Activity: Scan each line of the records for the word "what" and extract the ones that have it.

The data:
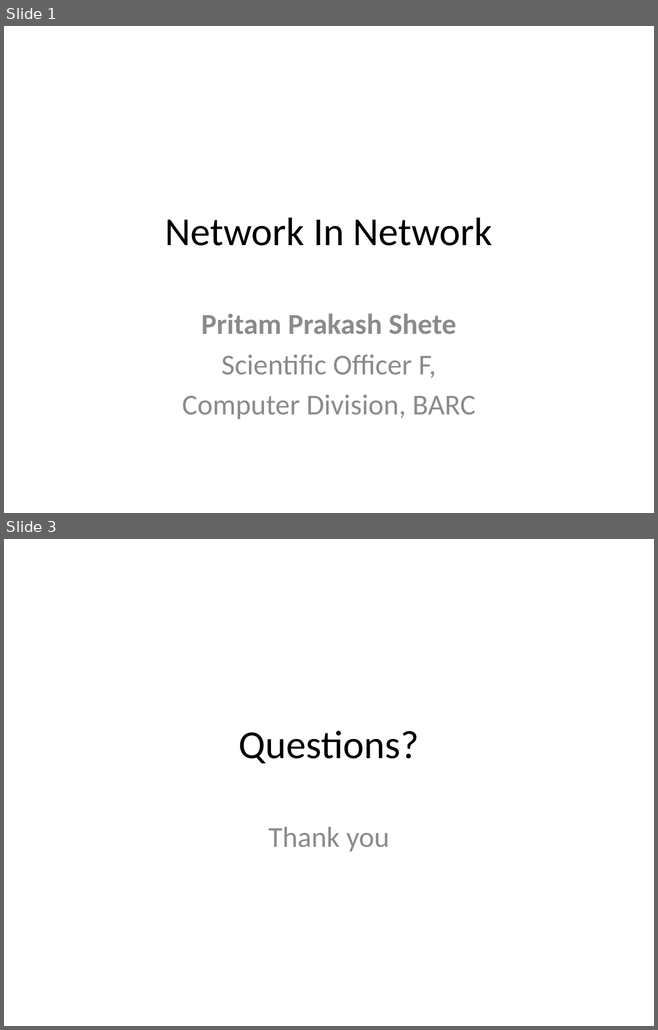
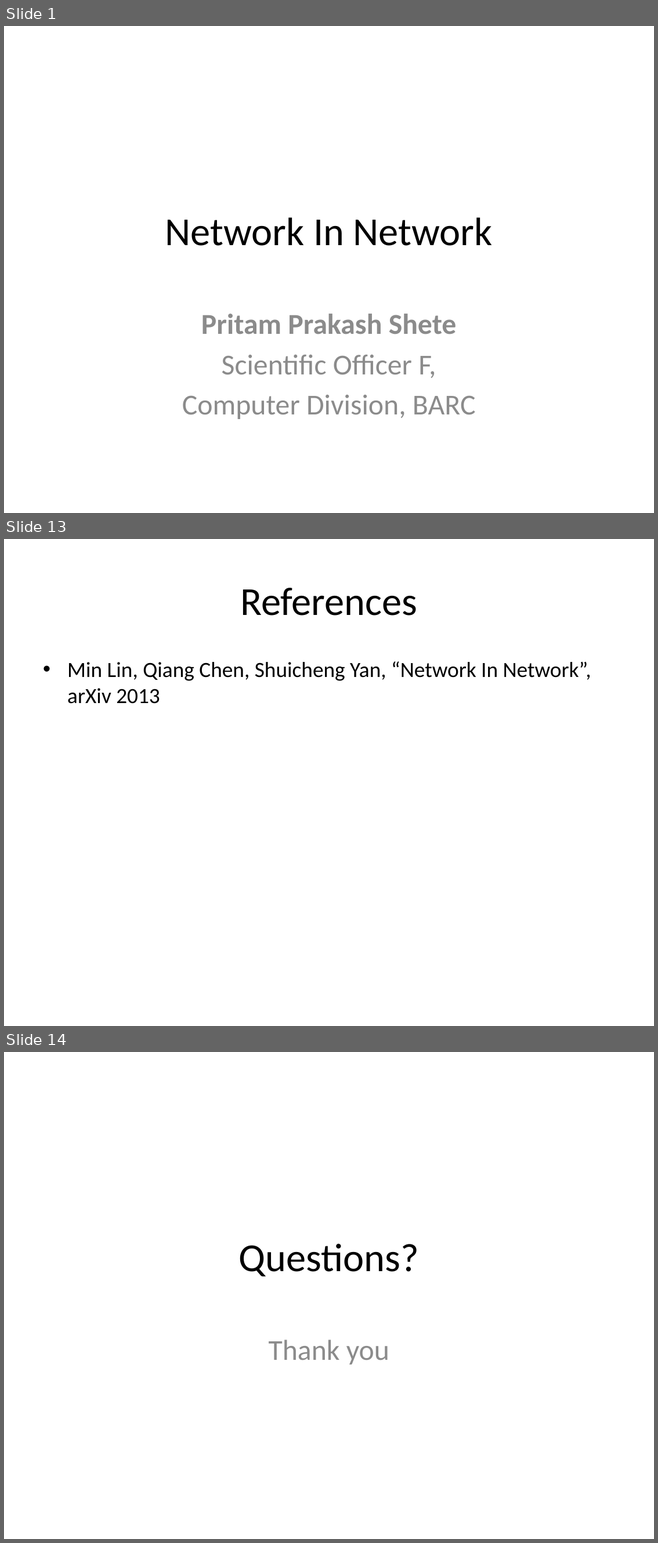
Before and after one commit to look4pritam/ArtificialIntelligence, a slide deck: presentations/CNN/NetworkInNetwork.pptx. Shown one above the other, each under a label of ours: slides 1 and 3 before the commit, slides 1, 13 and 14 after it; the slides between them are not shown. The pictures are 658x1030 and 658x1543 pixels, drawn with LibreOffice and Linux fonts; fonts in the diff are those of the drawing. Boxes give left, top, right and bottom in pixels: in the first picture for what was removed or moved away, otherwise in the second. Text is boxed around its words. In the diff, an @@ line names an element or a change of style, - is before the commit and + after.

Commit message:
Network in network is added.

```diff
--- a/presentations/CNN/NetworkInNetwork.pptx
+++ b/presentations/CNN/NetworkInNetwork.pptx
@@ slide 13 added at [4, 539, 654, 1026], background #FFFFFF @@
@@ title added at [240, 588, 417, 616], 44 pt, text #000000 @@
+References
@@ text added at [67, 661, 591, 704], 24 pt, text #000000 @@
+• Min Lin, Qiang Chen, Shuicheng Yan, “Network In Network”, arXiv 2013
@@ what was slide 3 is now slide 14 @@
```
Also in this commit, not shown: 11 other slides added, 1 slide removed.

Worked solution:
Before and after one commit to look4pritam/ArtificialIntelligence, a slide deck: presentations/CNN/NetworkInNetwork.pptx. Shown one above the other, each under a label of ours: slides 1 and 3 before the commit, slides 1, 13 and 14 after it; the slides between them are not shown. The pictures are 658x1030 and 658x1543 pixels, drawn with LibreOffice and Linux fonts; fonts in the diff are those of the drawing. Boxes give left, top, right and bottom in pixels: in the first picture for what was removed or moved away, otherwise in the second. Text is boxed around its words. In the diff, an @@ line names an element or a change of style, - is before the commit and + after.
@@ what was slide 3 is now slide 14 @@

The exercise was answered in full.